An analog of Adam-Gibbs (AG) relation has been used here to connect the entropy and diffusion coefficient. While the AG relation connects the configurational entropy with diffusion, we use the same form for connecting the translational entropy and diffusion by replacing the \(\hbox {TS}_{\mathrm{Conf}}\) term in Eq. 3 by \(\hbox {TS}_{\mathrm{Trans}}\). A similar approach has been used for connecting the tetrahedral entropy and tetrahedral relaxation time by Kumar et al.[50] The fit is shown in Figure 6. It can be seen that the fit for the translational entropy and diffusion with the AG relation is very good as indicated by the correlation coefficient. The \(\hbox {A}_{\mathrm{AG}}\) parameter, which indicates the high temperature barrier, is 60.6 kcal/mol. Thus, our study indicates a relation between the diffusion and translational entropy for a single water molecule. To our knowledge, this is the first study that connects the translational entropy with the translational diffusion of water. The good fit also indicates that a common relation could be obtained between the translational entropy and diffusion so that from the knowledge of dynamics only (which is computationally cheap), the information on the thermodynamics (computationally costly and challenging) can be obtained. However to obtain a general behavior, the method will be needed to be applied on different systems.

4 Conclusions

In this study, we have calculated the translational and rotational entropy of single water molecules in the bulk at different temperatures. The values obtained here show the transition at a particular temperature. At the same temperature, diffusion coefficients show fragile-to-strong transition.
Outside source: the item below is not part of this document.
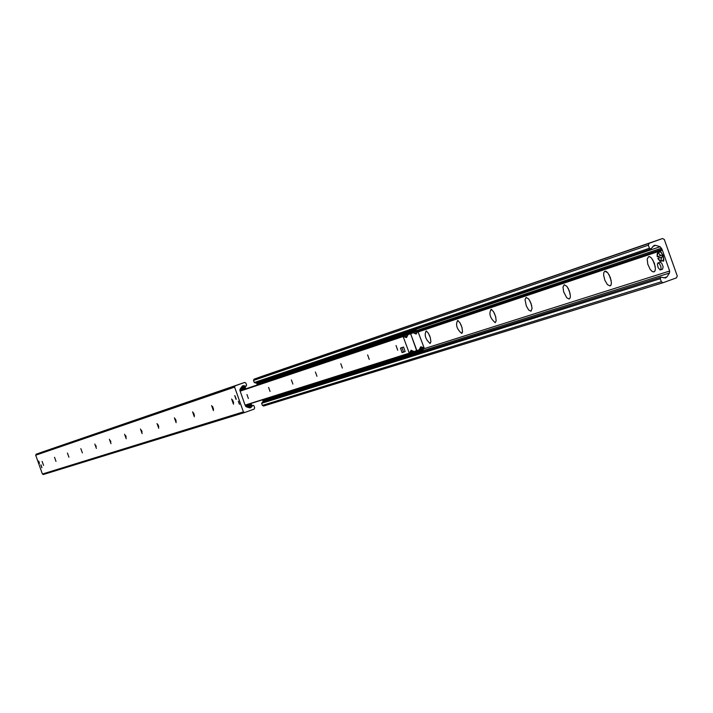 <?xml version="1.0" encoding="UTF-8"?>
<svg xmlns="http://www.w3.org/2000/svg" width="713" height="713" viewBox="0 0 713 713"><rect width="100%" height="100%" fill="white"/><g stroke="black" fill="none" stroke-linecap="round" stroke-linejoin="round"><path stroke-width="1.07" d="M430.073 343.479C425.429 339.219 424.119 335.048 426.169 330.948L428.379 333.194L430.313 337.632L430.893 341.839L430.073 343.479M429.369 335.065L430.385 337.891M461.641 333.39C456.748 329.005 455.42 324.7 457.648 320.476L459.956 322.784L461.944 327.338L462.523 331.67L461.641 333.39M460.812 324.353L462.122 327.971M495.214 322.659C490.054 318.141 488.69 313.702 491.123 309.335L493.548 311.706L495.597 316.385L496.168 320.85L495.214 322.659M494.296 313.034L495.847 317.347M530.989 311.224L528.69 310.021L526.31 305.948L525.035 299.692L526.123 297.437L528.698 298.988L531.051 303.417L532.067 308.328L530.989 311.224M530 301.02L531.782 305.966M569.197 299.014L566.755 297.784L563.662 291.849L562.994 287.081L564.188 284.754L566.915 286.359L569.348 290.904L570.382 295.975L570.159 297.838L569.197 299.014M568.145 288.221L570.142 293.774M610.096 285.94L607.494 284.683L604.882 280.316L603.599 275.066L603.84 272.411L604.927 271.181L607.815 272.838L610.355 277.517L611.398 282.74L611.148 284.683L610.096 285.94M608.991 274.567L611.201 280.69M653.973 271.92L652.19 271.493L650.194 269.389L647.805 264.247L647.181 259.113L648.643 256.609L650.203 256.965L651.709 258.329L654.347 263.142L655.399 268.543L655.122 270.566L653.973 271.92M652.832 259.933L655.247 266.617M263.587 375.76L254.086 379.156L253.498 380.439L254.247 382.524L255.628 382.738M662.511 238.534L664.302 239.47L677.261 275.993L676.468 277.865L663.126 282.696L661.334 281.76L660.247 278.703L660.951 277.179L665.479 277.981L666.949 276.876L669.445 273.052L669.659 271.029L662.083 249.39L660.104 246.734L655.773 245.37L654.204 245.361L650.826 248.997L649.436 248.231L648.349 245.183L649.151 243.311L662.511 238.534L263.56 375.769M260.851 381.134L261.867 381.428M262.696 382.123L263.017 382.979M268.364 397.979L268.453 398.46M267.928 399.743L267.33 400.635M262.58 402.257L261.644 403.3L262.384 405.385L263.578 406.036L663.01 282.731M236.074 399.387L234.711 395.59L236.074 399.387M41.862 467.755L40.819 464.849L41.862 467.755M39.375 463.388L38.538 461.044L39.375 463.388M239.408 404.28L238.302 401.187L239.408 404.28M42.12 461.373L43.555 465.384L42.12 461.373M54.527 457.291L55.988 461.373L54.527 457.291M67.423 453.049L68.92 457.211L67.423 453.049M80.845 448.629L82.369 452.88L80.845 448.629M96.193 446.338L95.97 445.714M94.829 444.03L96.38 448.37L94.82 444.03M110.871 441.828L110.47 440.714M109.392 439.235L110.978 443.664L109.392 439.235M126.165 437.051L125.64 435.581M124.588 434.226L126.21 438.753L124.588 434.235M142.11 432.025L141.477 430.251M140.461 429.003L142.119 433.629L140.452 429.003M158.776 426.748L158.045 424.707M157.047 423.549L158.741 428.272L157.038 423.549M176.2 421.214L175.38 418.914M174.4 417.836L176.129 422.675L174.391 417.836M194.453 415.403L193.544 412.863M192.572 411.856L194.346 416.811L192.572 411.856M213.579 409.307L212.581 406.535M211.618 405.581L213.437 410.652L211.618 405.581M233.659 402.898L232.572 399.886M231.618 398.995L233.481 404.2L231.618 398.995M43.493 451.596L36.149 454.217L35.695 455.197L42.415 474.029L43.386 474.501L244.595 412.542M244.675 412.515L243.418 411.891L234.595 387.106L235.174 385.822L244.648 382.435L245.869 383.077L246.6 385.145L246.11 386.179L242.875 385.688L240.085 389.048L239.916 390.43L245.067 405.1L246.44 406.891L249.479 407.783L250.521 407.791L252.99 405.251L253.953 405.768L254.684 407.836L254.113 409.119L244.675 412.515M417.765 331.064L424.101 347.81L420.75 346.776L419.146 349.807L416.891 350.662L410.661 333.818L413.077 332.739L416.169 334.076L417.765 331.064L240.023 390.742L417.889 330.975M400.465 348.078L403.558 347.026L405.162 351.554L403.558 352.133L402.079 352.605L400.465 348.078L401.945 347.605L403.558 352.133M397.702 350.199L396.036 345.547L397.702 350.199M369.236 359.397L367.623 354.878L369.236 359.397M342.365 368.086L340.796 363.692L342.365 368.086M316.955 376.304L315.422 372.026L316.955 376.304M292.883 384.084L291.394 379.922L292.883 384.084M270.058 391.464L268.605 387.409L270.058 391.464M248.365 398.469L246.956 394.521L248.365 398.469M403.13 336.509L406.508 337.543L408.103 334.522L410.661 333.818L416.597 350.511L414.173 351.589L411.089 350.252L409.36 353.372L403.13 336.509L240.165 391.143M409.645 332.597L409.324 331.688L408.175 332.098L408.496 332.998L415.75 330.404L416.374 331.483M263.249 382.899L262.928 382.043M262.794 400.501L415.385 352.374L415.706 353.274L263.061 401.276L262.794 400.501L268.569 398.415L268.587 397.899M422.461 348.595L422.64 349.771L268.569 398.415M415.706 353.274L416.864 352.873L416.535 351.972L422.64 349.771M416.864 352.873L422.961 350.68L423.326 348.318M416.535 351.972L415.385 352.374M408.496 332.998L256.938 384.066L256.662 383.291L262.473 381.214M408.175 332.098L256.662 383.291M417.239 331.189L415.474 329.486L409.324 331.688M251.038 405.153L251.555 404.957L251.288 404.2L250.771 404.396L251.038 405.153L246.315 406.856M250.771 404.396L245.593 406.25M251.288 404.2L245.477 406.027M244.978 388.139L245.504 387.943L245.227 387.186L244.711 387.373L244.978 388.139L239.826 389.984M240.192 388.888L245.227 387.186M244.711 387.373L240.103 389.022M657.992 262.928L659.57 263.837L660.915 266.689L661.004 269.345L660.14 269.933L658.135 267.669L657.377 264.006L657.992 262.928L660.051 262.188L661.637 263.097L663.143 266.724L662.555 269.175M660.514 269.915L662.582 269.166M236.235 399.111L234.925 395.742M41.898 467.55L40.998 464.938M403.558 347.026L401.945 347.605M39.438 463.174L38.725 461.168M662.707 256.814L657.814 258.462L662.707 256.814L662.11 255.129L660.871 255.566L657.796 252.66L657.145 253.65M660.523 255.691C657.93 251.858 656.842 252.215 657.234 256.778L660.871 255.566M659.088 257.999L658.509 256.359M649.151 243.311L254.086 379.156M648.349 245.183L253.498 380.439M649.436 248.231L254.247 382.524M655.773 245.37L652.841 246.368M660.104 246.734L261.796 381.41M661.548 248.169L416.989 330.484M661.94 249.292L418.157 331.099M662.083 249.39L418.201 331.206M662.324 250.067L418.388 331.75M662.279 250.227L418.433 331.857M669.659 271.029L423.531 348.889M669.445 273.052L423.166 350.573M666.949 276.876L663.75 277.874M660.247 278.703L261.644 403.3M661.334 281.76L262.384 405.385M243.418 411.891L42.415 474.029M252.571 405.554L247.411 407.176M251.573 407.025L249.309 407.729M243.971 385.68L241.903 386.384M245.673 386.179L240.949 387.783M244.612 382.453L43.466 451.605M235.174 385.822L36.149 454.217M234.595 387.106L35.695 455.197M416.668 332.704L414.904 333.292M416.552 333.381L415.474 333.737M412.943 332.739L240.04 390.786M410.795 333.515L240.058 390.822L410.358 333.666M421.428 347.097L420.358 347.445M421.944 347.543L420.296 348.069M423.834 348.113L419.315 349.548M240.112 390.974L403.166 336.286M405.804 337.204L406.882 336.839M405.234 336.759L406.998 336.171M240.085 390.902L408.103 334.522M240.067 390.867L408.21 334.433M409.619 353.078L414.298 351.598L409.619 353.078M409.654 353.024L414.173 351.589M410.635 351.545L412.283 351.019M410.688 350.921L411.766 350.573M245.201 405.26L409.217 353.363M245.129 405.118L409.075 353.22M416.044 330.556L262.972 382.115M268.685 398.157L422.773 349.468M415.429 329.504L262.446 381.223M661.12 257.375C661.512 261.938 660.416 262.295 657.832 258.462L660.942 261.359L661.468 257.25M659.792 261.011L662.814 260.878L661.628 260.53M658.865 252.848L659.543 251.841L660.505 251.947L662.644 254.639L663.687 258.65L662.84 260.869C666.085 263.578 660.229 247.277 659.543 251.841L657.796 252.66L657.217 256.778M663.527 260.022L663.242 255.619L660.657 252.037M426.169 330.948L426.784 331.287M457.639 320.476L458.343 320.859M462.149 332.971L462.425 332.267M491.123 309.335L491.908 309.763M605.72 271.207L606.852 271.849M610.827 285.352L611.273 284.166M649.49 256.644L650.782 257.393M654.784 271.27L655.283 269.906M650.826 248.997L255.227 383.041M660.906 277.197L262.152 402.257M663.037 282.722L263.578 406.036M244.612 412.533L43.333 474.51M252.955 405.269L247.126 407.096M246.11 386.179L240.825 387.97M423.959 348.113L419.28 349.602M240.103 390.947L403.273 336.206M245.21 405.296L409.36 353.372"/></g></svg>

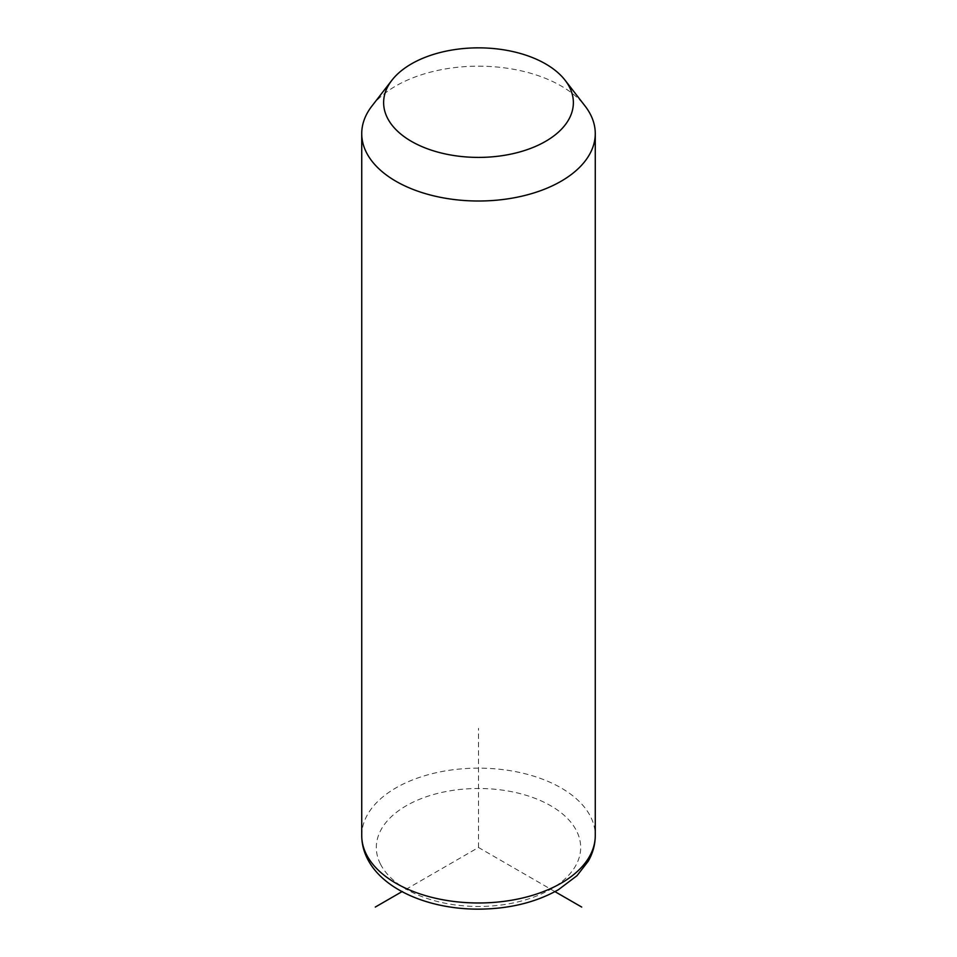 <?xml version="1.0" encoding="UTF-8"?>
<svg xmlns="http://www.w3.org/2000/svg" width="957" height="957" viewBox="0 0 957 957"><rect width="100%" height="100%" fill="white"/><g stroke="black" fill="none" stroke-linecap="round" stroke-linejoin="round"><path stroke-width="0.72" stroke-dasharray="4.79 3.59" d="M371.902 106.071A116.766 67.421 180 0 1 478.5 66.177A116.766 67.421 180 0 1 585.098 106.071M554.964 891.637L478.5 847.483L402.036 891.625M478.5 847.483L478.5 728.301M361.734 835.569A116.766 67.421 180 0 1 461.896 768.83A116.766 67.421 180 0 1 590.541 816.584A116.766 67.421 180 0 1 595.266 835.569M380.455 864.087A102.172 58.987 180 0 1 449.73 790.877A102.172 58.987 180 0 1 576.545 830.879A102.172 58.987 180 0 1 507.27 904.09A102.172 58.987 180 0 1 380.455 864.087"/><path stroke-width="1.44" d="M565.108 80.268L585.098 106.071A116.766 67.421 180 0 1 590.541 114.613A116.766 67.421 180 0 1 595.266 133.585A116.766 67.421 180 0 1 495.104 200.324A116.766 67.421 180 0 1 366.459 152.57A116.766 67.421 180 0 1 361.734 133.585A116.766 67.421 180 0 1 371.902 106.071L391.892 80.268A94.875 54.776 180 0 1 478.5 47.85A94.875 54.776 180 0 1 565.108 80.268A94.875 54.776 180 0 1 569.535 87.207A94.875 54.776 180 0 1 505.212 155.19A94.875 54.776 180 0 1 387.465 118.046A94.875 54.776 180 0 1 391.892 80.268M402.036 891.625L375.288 907.069M554.964 891.637L581.712 907.069M595.266 133.585L595.266 835.569A116.766 67.421 180 0 1 495.104 902.295A116.766 67.421 180 0 1 366.459 854.541A116.766 67.421 180 0 1 361.734 835.569L361.734 133.585M595.266 835.569C595.206 844.576 592.862 853.13 588.244 861.216L576.999 875.691L558.433 889.699C535.86 902.415 509.351 908.911 478.931 909.15C430.16 909.389 383.267 890.321 367.452 858.788C363.684 851.395 361.77 843.655 361.734 835.569"/></g></svg>

While kinetic fragility has been obtained from the diffusion coefficient, we used this translational entropy to calculate an equivalent description of thermodynamic fragility. Therefore, we have estimated the temperature at which the contribution of entropy originating from the translation of water vanishes. The thermodynamic and dynamic information follow an Adam-Gibbs type of relation. Therefore, this study shows that the present method can be used to obtain the computationally expensive and challenging quantity, entropy, from a faster and cheaper dynamical quantity, diffusion coefficient. Also, the new thermodynamic and kinetic fragility parameters provide new structural and dynamical information of a single water molecule in bulk water. Therefore, this method can be extended to study the dynamics and thermodynamics of water molecules in more complicated environments.